When the Japanese assault came on 8 February, the main thrust initially on the 22nd Brigade's positions further west, but as the situation worsened the 2/29th was sent to Tengah airfield to bolster the 22nd Brigade's defence of the north-west sector. Plans were made to launch a counter-attack to re-capture the village of Ama Keng, but these were cancelled when further Japanese advances made this impossible. Throughout 9 February, the battalion fought to hold the airfield against growing Japanese attacks before the defenders were forced to withdraw further back to the Bulim line, positioned on the Choa Chu Kang Road in between the 2/18th Battalion and a composite unit. There, the battalion turned back a Japanese attack on 10 February, but after neighbouring units withdrew amidst the confusion, the 2/29th were also forced back. Withdrawing in contact, elements of the battalion became separated until they were regrouped at Bukit Panjang.

Over the course of the week, further fighting pushed them back to the Kranji–Jurong line where the 2/29th experienced the main force of a further Japanese thrust after the 12th Indian Infantry Brigade was pushed back by two Japanese divisions. Lacking supporting fires following obfuscation from higher headquarters, the battalion was nearly split in half as it withdrew in contact again towards high ground around Bukit Timah. In the process of the withdrawal, individual platoons were forced to fight their way back to Allied lines. At Bukit Timah, the battalion again regrouped minus one company which found itself detached and subsequently fought alongside the Argyll and Sutherland Highlanders. Further fighting saw the Allied forces withdraw towards Singapore City's suburbs, where elements of the 2/29th were used to shore up the line along the Reformatory Road along with part of the 2/20th Battalion and the 2/4th Machine Gun Battalion. The Australian forces subsequently formed a perimeter around Tanglin Barracks where they were making preparations for a counter-attack by the time the garrison surrendered on 15 February following the loss of the city's main water reservoirs.

The battalion's remaining personnel were subsequently ordered to congregate around Changi prison where they were captured. They remained prisoners of war for over three years. During this time, they were moved to camps across south-east Asia, including Japan, Burma, Thailand, and the Dutch East Indies where they were pressed into hard labour and subjected to harsh conditions.

The battalion's Presbyterian chaplain, Rev. Alexander Rowan Macneil, remained interred in Changi Prison until the prisoners were liberated, serving as chaplain to the prisoners of war and establishing Rover Scouting within the Japanese prisoner of war camp system.
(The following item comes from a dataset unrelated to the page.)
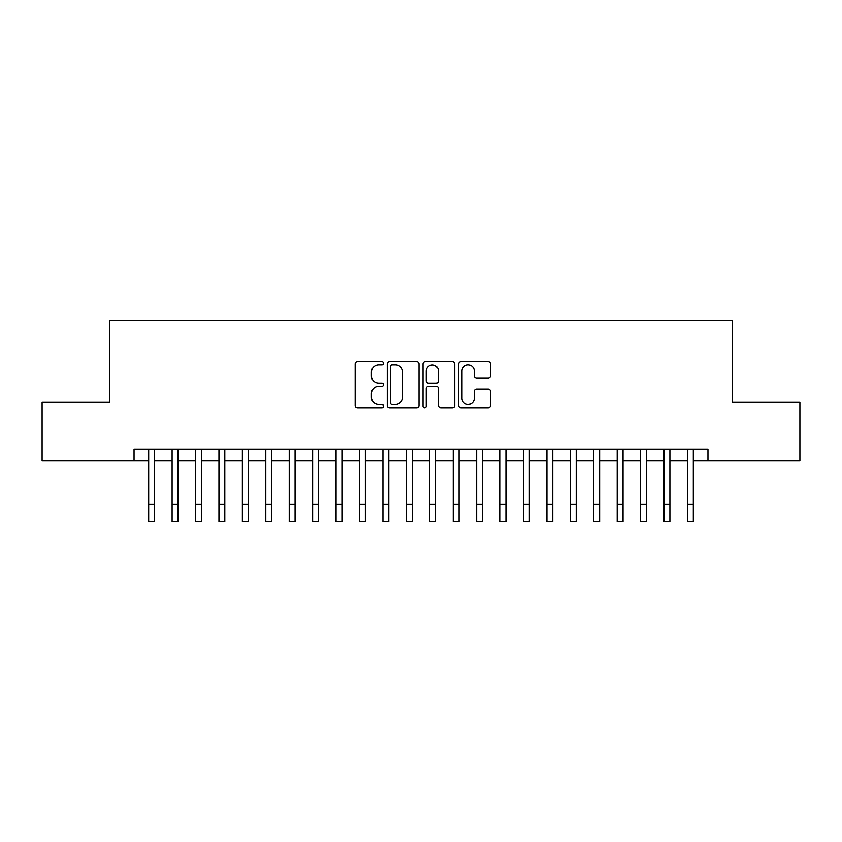 <?xml version="1.0" encoding="UTF-8"?>
<svg xmlns="http://www.w3.org/2000/svg" width="842" height="842" viewBox="0 0 842 842"><rect width="100%" height="100%" fill="white"/><g stroke="black" fill="none" stroke-linecap="round" stroke-linejoin="round"><path stroke-width="1.26" d="M383.52 363.365A1.61 1.61 0 0 0 381.91 361.755L357.482 361.755A2.294 2.294 0 0 0 355.177 364.06L355.177 405.444A2.294 2.294 0 0 0 357.482 407.738L381.91 407.738A1.61 1.61 0 0 0 383.52 406.139A1.61 1.61 0 0 0 381.91 404.528L378.753 404.528A7.357 7.357 0 0 1 371.396 397.161L371.396 393.719A7.357 7.357 0 0 1 378.753 386.362L381.91 386.362A1.61 1.61 0 0 0 383.52 384.752A1.61 1.61 0 0 0 381.91 383.142L378.753 383.142A7.357 7.357 0 0 1 371.396 375.785L371.396 372.332A7.357 7.357 0 0 1 378.753 364.975L381.91 364.975A1.61 1.61 0 0 0 383.52 363.365M488.202 377.963A2.294 2.294 0 0 0 490.497 375.669L490.497 364.06A2.294 2.294 0 0 0 488.202 361.755L461.069 361.755A2.294 2.294 0 0 0 458.764 364.06L458.764 405.444A2.294 2.294 0 0 0 461.069 407.738L488.202 407.738A2.294 2.294 0 0 0 490.497 405.444L490.497 391.414A2.294 2.294 0 0 0 488.202 389.12L476.583 389.12A2.294 2.294 0 0 0 474.288 391.414L474.288 398.371A6.147 6.147 0 0 1 468.131 404.528A6.147 6.147 0 0 1 461.984 398.371L461.984 371.122A6.147 6.147 0 0 1 468.131 364.975A6.147 6.147 0 0 1 474.288 371.122L474.288 375.669A2.294 2.294 0 0 0 476.583 377.963L488.202 377.963M134.046 460.879L42.1 460.879L42.1 402.318L109.449 402.318L109.449 320.328L732.551 320.328L732.551 402.318L799.9 402.318L799.9 460.879L707.954 460.879L707.954 449.165L134.046 449.165L134.046 460.879L148.687 460.879M418.99 364.06A2.294 2.294 0 0 0 416.685 361.755L389.562 361.755A2.294 2.294 0 0 0 387.257 364.06L387.257 405.444A2.294 2.294 0 0 0 389.562 407.738L416.685 407.738A2.294 2.294 0 0 0 418.99 405.444L418.99 364.06M425.315 361.755L452.438 361.755A2.294 2.294 0 0 1 454.743 364.06L454.743 405.444A2.294 2.294 0 0 1 452.438 407.738L440.829 407.738A2.294 2.294 0 0 1 438.535 405.444L438.535 388.657A2.294 2.294 0 0 0 436.23 386.362L428.525 386.362A2.294 2.294 0 0 0 426.231 388.657L426.231 406.139A1.61 1.61 0 0 1 424.621 407.738A1.61 1.61 0 0 1 423.01 406.139L423.01 364.06A2.294 2.294 0 0 1 425.315 361.755M154.539 460.879L172.105 460.879M177.967 460.879L195.533 460.879M201.385 460.879L218.962 460.879M224.814 460.879L242.38 460.879M248.243 460.879L265.809 460.879M271.661 460.879L289.238 460.879M295.089 460.879L312.656 460.879M318.518 460.879L336.084 460.879M341.936 460.879L359.513 460.879M365.365 460.879L382.931 460.879M388.793 460.879L406.36 460.879M412.212 460.879L429.788 460.879M435.64 460.879L453.207 460.879M459.069 460.879L476.635 460.879M482.487 460.879L500.064 460.879M505.916 460.879L523.482 460.879M529.344 460.879L546.911 460.879M552.762 460.879L570.339 460.879M576.191 460.879L593.757 460.879M599.62 460.879L617.186 460.879M623.038 460.879L640.615 460.879M646.467 460.879L664.033 460.879M669.895 460.879L687.461 460.879M693.313 460.879L707.954 460.879M392.088 364.975A1.61 1.61 0 0 0 390.478 366.586L390.478 402.918A1.61 1.61 0 0 0 392.088 404.528L395.424 404.528A7.357 7.357 0 0 0 402.781 397.161L402.781 372.332A7.357 7.357 0 0 0 395.424 364.975L392.088 364.975M438.535 371.238A6.147 6.147 0 0 0 432.378 365.091A6.147 6.147 0 0 0 426.231 371.238L426.231 380.837A2.294 2.294 0 0 0 428.525 383.142L436.23 383.142A2.294 2.294 0 0 0 438.535 380.837L438.535 371.238M148.687 504.105L154.539 504.105L154.539 521.672L148.687 521.672L148.687 449.165M154.539 504.105L154.539 449.165M172.105 504.105L177.967 504.105L177.967 521.672L172.105 521.672L172.105 449.165M177.967 504.105L177.967 449.165M195.533 504.105L201.385 504.105L201.385 521.672L195.533 521.672L195.533 449.165M201.385 504.105L201.385 449.165M218.962 504.105L224.814 504.105L224.814 521.672L218.962 521.672L218.962 449.165M224.814 504.105L224.814 449.165M242.38 504.105L248.243 504.105L248.243 521.672L242.38 521.672L242.38 449.165M248.243 504.105L248.243 449.165M265.809 504.105L271.661 504.105L271.661 521.672L265.809 521.672L265.809 449.165M271.661 504.105L271.661 449.165M289.238 504.105L295.089 504.105L295.089 521.672L289.238 521.672L289.238 449.165M295.089 504.105L295.089 449.165M312.656 504.105L318.518 504.105L318.518 521.672L312.656 521.672L312.656 449.165M318.518 504.105L318.518 449.165M336.084 504.105L341.936 504.105L341.936 521.672L336.084 521.672L336.084 449.165M341.936 504.105L341.936 449.165M359.513 504.105L365.365 504.105L365.365 521.672L359.513 521.672L359.513 449.165M365.365 504.105L365.365 449.165M382.931 504.105L388.793 504.105L388.793 521.672L382.931 521.672L382.931 449.165M388.793 504.105L388.793 449.165M406.36 504.105L412.212 504.105L412.212 521.672L406.36 521.672L406.36 449.165M412.212 504.105L412.212 449.165M429.788 504.105L435.64 504.105L435.64 521.672L429.788 521.672L429.788 449.165M435.64 504.105L435.64 449.165M453.207 504.105L459.069 504.105L459.069 521.672L453.207 521.672L453.207 449.165M459.069 504.105L459.069 449.165M476.635 504.105L482.487 504.105L482.487 521.672L476.635 521.672L476.635 449.165M482.487 504.105L482.487 449.165M500.064 504.105L505.916 504.105L505.916 521.672L500.064 521.672L500.064 449.165M505.916 504.105L505.916 449.165M523.482 504.105L529.344 504.105L529.344 521.672L523.482 521.672L523.482 449.165M529.344 504.105L529.344 449.165M546.911 504.105L552.762 504.105L552.762 521.672L546.911 521.672L546.911 449.165M552.762 504.105L552.762 449.165M570.339 504.105L576.191 504.105L576.191 521.672L570.339 521.672L570.339 449.165M576.191 504.105L576.191 449.165M593.757 504.105L599.62 504.105L599.62 521.672L593.757 521.672L593.757 449.165M599.62 504.105L599.62 449.165M617.186 504.105L623.038 504.105L623.038 521.672L617.186 521.672L617.186 449.165M623.038 504.105L623.038 449.165M640.615 504.105L646.467 504.105L646.467 521.672L640.615 521.672L640.615 449.165M646.467 504.105L646.467 449.165M664.033 504.105L669.895 504.105L669.895 521.672L664.033 521.672L664.033 449.165M669.895 504.105L669.895 449.165M687.461 504.105L693.313 504.105L693.313 521.672L687.461 521.672L687.461 449.165M693.313 504.105L693.313 449.165"/></g></svg>

After the war, he held the first communion in the newly dedicated Warriors' Chapel at Saint Andrew's Church, Forrest, ACT in November 1948, honouring the 10 000 members killed in World Wars I and II. In this service, he used the same chalice and order of service he used at Changi.

A total of 582 personnel from the 2/29th were killed in action or died in captivity, while 143 were wounded in action. Personnel from the battalion received the following decorations: one Officer of the Order of the British Empire, two Military Crosses, one Distinguished Conduct Medal, one Military Medal and 13 Mentions in Despatches.

==Battle honours==
The 2/29th Battalion received the following battle honours:
- Malaya 1941–1942, Johore, The Muar, Singapore Island.

==Commanding officers==
The following officers served as commanding officer of the 2/29th:
- Lieutenant Colonel John Charles Robertson (1940–42);
- Lieutenant Colonel Samuel Austin Frank Pond (1942).